慕苡晴忍著身體的酸軟不適,匆匆抓過一旁的睡袍披上,腰帶隨意一系,衣襟并未完全攏好,露出一截白皙的肩頸,上面點點紅梅般的吻痕在晨光下無所遁形。她快步走去開門。
門外的宋今也端著一個托盤,上面擺著精致的早點。
他原本低垂著眼,一副恭順模樣,卻在慕苡晴開門的瞬間抬起頭,目光精準地捕捉到了她頸間的曖昧痕跡,以及那略顯凌亂的睡袍下隱約透出的倦怠風情。
他像是被燙到一般,迅速低下頭,耳根卻泛起紅色,語氣變得更加結巴和惶恐:
“慕、慕姐姐……我……我不知道您還沒……我不是故意的……”
他的眼神躲閃,卻又忍不住飛快地瞥過那些痕跡,隨即露出一副心疼又自責至極的表情,聲音帶著顫音,仿佛下一秒就要哭出來:
“是……是封先生嗎?都、都怪我……肯定是因為我昨天不小心惹封先生生氣了,他才……他才把氣……撒在您身上……”
他越說越激動,身體微微顫抖,托盤里的杯碟都跟著輕輕作響,眼眶迅速泛紅,泫然欲泣:“都是我不好……我就不該留在這里礙眼……讓慕姐姐受委屈了……”
他這副模樣,活脫脫像是慕苡晴受了天大的虐待,而一切都是因他而起,那份自責和憐惜表現得淋漓盡致。
就在這時,封繼琛從浴室走出。
他剛沖完澡,僅在腰間圍了條浴巾,水珠順著他結實的胸膛和壁壘分明的腹肌滑落,沒入浴巾邊緣。
發絲濕漉漉地搭在額前,少了幾分平日的冷厲,卻多了幾分野性的性感。
他一眼就瞧見宋今也幾乎要湊到慕苡晴面前,那雙看似無辜的眼睛正“無意”地掃過慕苡晴微敞的領口。
封繼琛狹長的鳳眸瞬間瞇起,寒意驟生。
他幾步上前,動作快得帶風,長臂一伸,不由分說地將慕苡晴猛地扯進自己懷里,堅實的胸膛緊密地貼著她的后背,隔著一層薄薄的睡袍,傳遞著灼人的體溫和不容置疑的占有欲。
緊接著,他一手牢牢環住慕苡晴的腰肢,將她固定在自己身前,低頭看向她時,目光刻意放緩,帶著安撫的溫柔。

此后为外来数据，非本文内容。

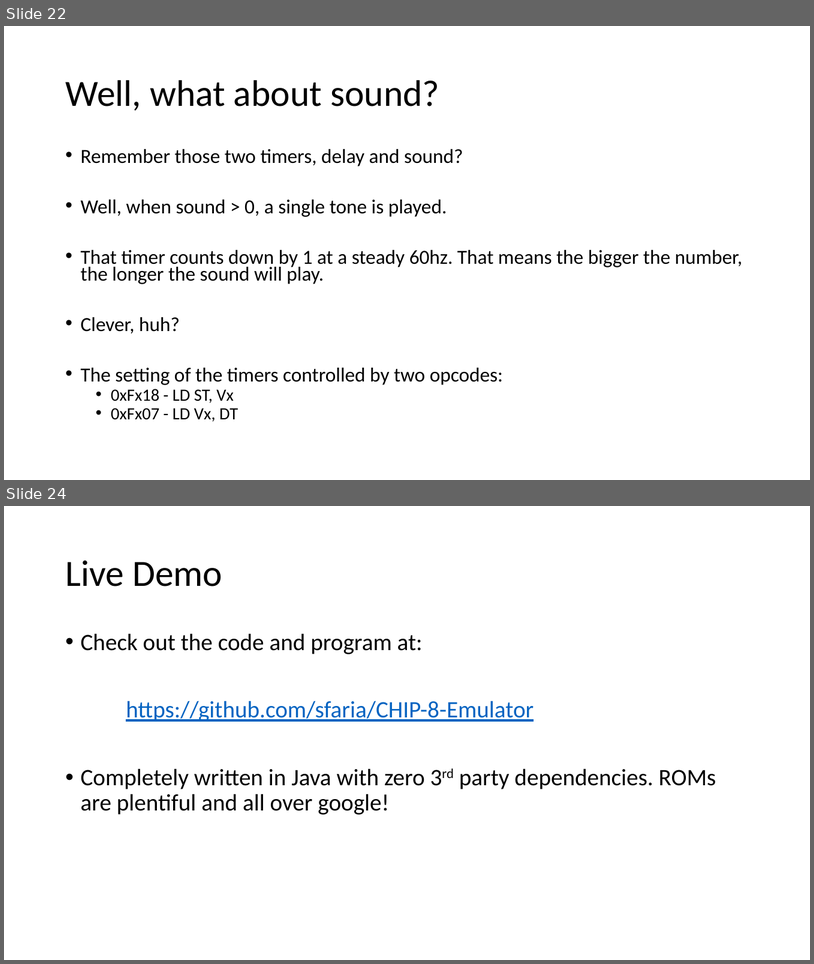
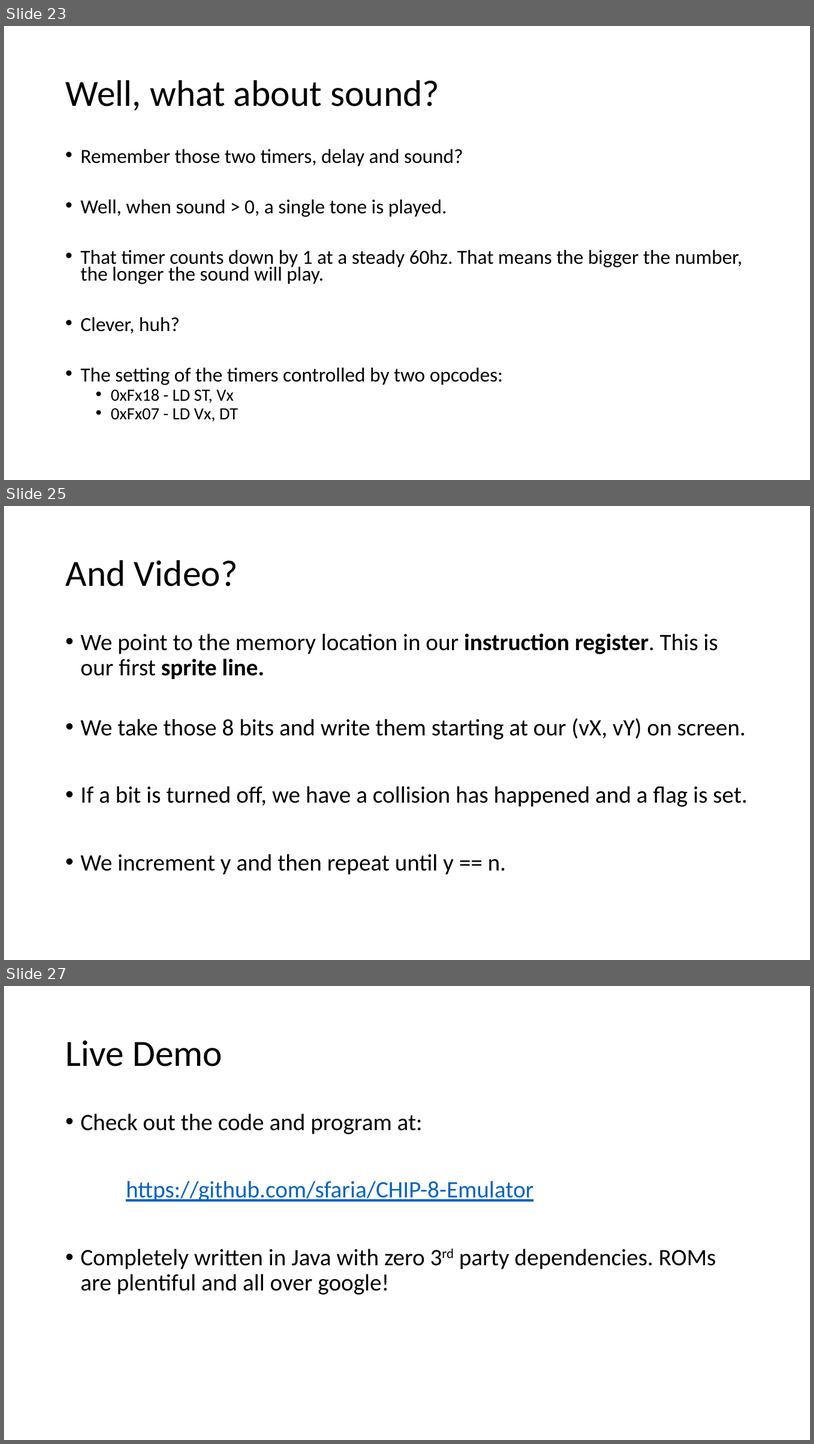
Before and after one commit to sfaria/CHIP-8-Emulator, a slide deck: Let’s Write an Emulator!.pptx. Shown one above the other, each under a label of ours: slides 22 and 24 before the commit, slides 23, 25 and 27 after it; the slides between them are not shown. The pictures are 814x964 and 814x1444 pixels, drawn with LibreOffice and Linux fonts; fonts in the diff are those of the drawing. Boxes give left, top, right and bottom in pixels: in the first picture for what was removed or moved away, otherwise in the second. Text is boxed around its words. In the diff, an @@ line names an element or a change of style, - is before the commit and + after.

```diff
--- a/Let’s Write an Emulator!.pptx
+++ b/Let’s Write an Emulator!.pptx
@@ slide 25 added at (4, 506, 810, 960), background #FFFFFF @@
@@ title added at (65, 560, 238, 586), 44 pt, text #000000 @@
+And Video?
@@ text added at (81, 633, 748, 874), 28 pt, text #000000 @@
+• We point to the memory location in our instruction register. This is our first sprite line.
+• We take those 8 bits and write them starting at our (vX, vY) on screen.
+• If a bit is turned off, we have a collision has happened and a flag is set.
+• We increment y and then repeat until y == n.
@@ what was slide 22 is now slide 23 @@
@@ what was slide 24 is now slide 27 @@
```
Also in this commit, not shown: 7 slides changed, 2 other slides added, 1 other file.

但當他抬起眼,視線投向宋今也時,已變得冰冷刺骨,充滿了警告的意味。
“苡晴,怎么不多睡會兒?”他的聲音低沉,對著慕苡晴是溫柔的詢問,但接下來的話卻直指宋今也,字字清晰,不容錯辨。
“宋先生,我和苡晴的私事,不勞你費心揣測。另外,別墅有廚師,這些事不需要你來做。”
慕苡晴被封繼琛這突如其來的強勢動作驚得懵了一下,后背緊貼著他滾燙濕潤的皮膚,心跳驟然加速。
感受到他話語里的冷意,她下意識地在他懷里輕輕動了動,仰頭看他,小手安撫地拍了拍他環在自己腰上的手背。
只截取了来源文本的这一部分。